Requirement -
Using the data beneath, show every line that includes the word "heavily".

Dataset items:
- - - - -
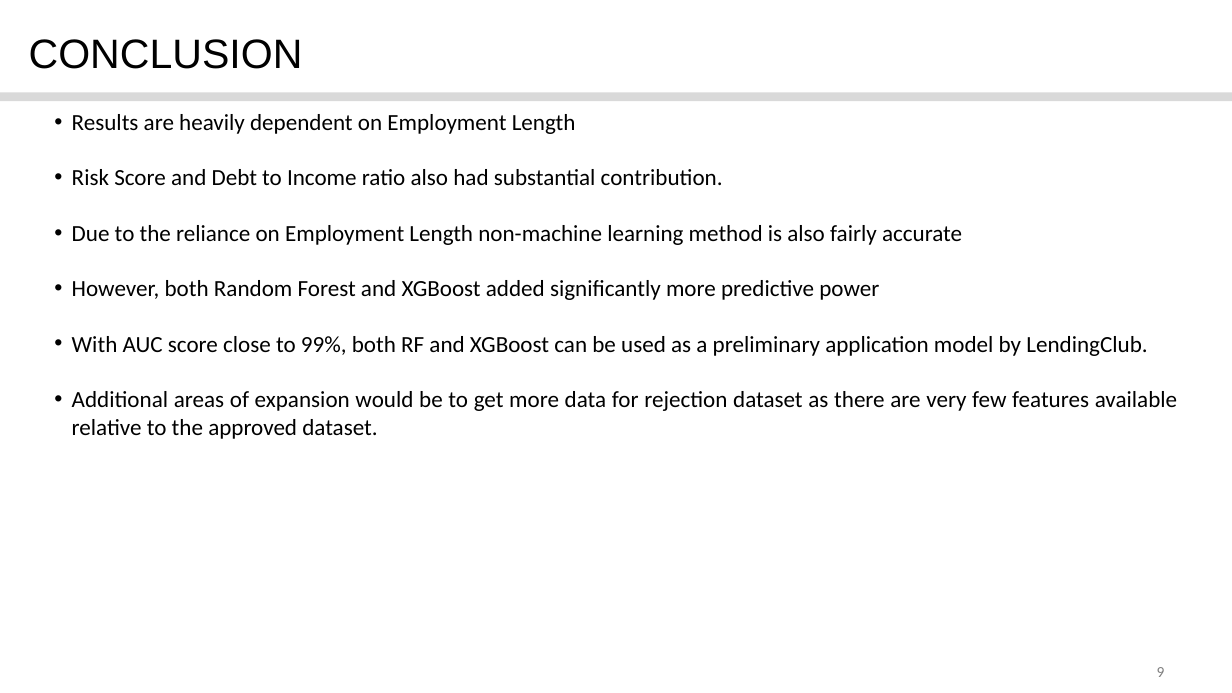
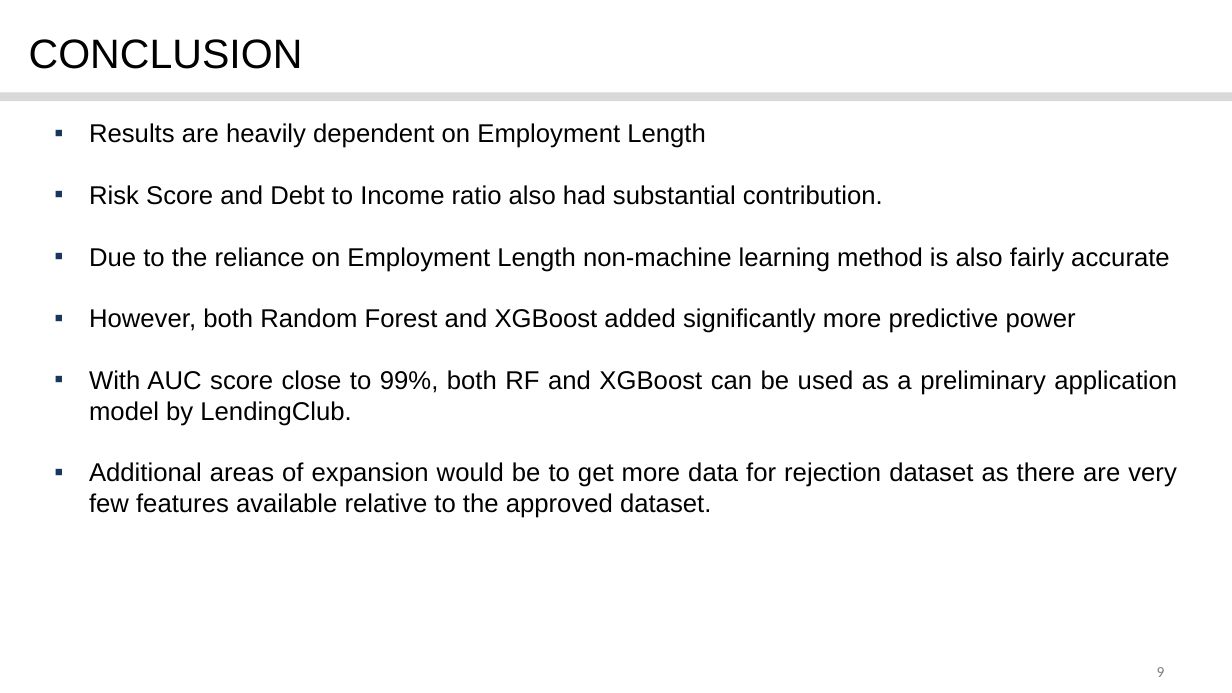
Before and after one commit to CharlesK98/Capstone-Project-2, a slide deck: slide 9 of Capstone Project 2.pptx. Drawn at 1232x693 pixels with LibreOffice and Linux fonts; fonts in the diff are those of the drawing; background and template pictures are left out. Boxes give left, top, right and bottom in pixels: in the first picture for what was removed or moved away, otherwise in the second. Text is boxed around its words. In the diff, an @@ line names an element or a change of style, - is before the commit and + after.

```diff
--- a/Capstone Project 2.pptx
+++ b/Capstone Project 2.pptx
@@ text "Results are heavily dependent on ...": place and size @@
-text "Results are heavily dependent on ..." at (72,114,1177,439)
+text "Results are heavily dependent on ..." at (89,123,1177,518)
@@ text "Results are heavily dependent on ..." at (89,123,1177,518): size 18 to 20 pt, font Calibri to Arial; bullet • to ▪; bullet colour #000000 to #17375E @@
```
Also in this commit, not shown: 8 other slides changed.
- - - - -
Answer area -
@@ text "Results are heavily dependent on ...": place and size @@
-text "Results are heavily dependent on ..." at (72,114,1177,439)
+text "Results are heavily dependent on ..." at (89,123,1177,518)
@@ text "Results are heavily dependent on ..." at (89,123,1177,518): size 18 to 20 pt, font Calibri to Arial; bullet • to ▪; bullet colour #000000 to #17375E @@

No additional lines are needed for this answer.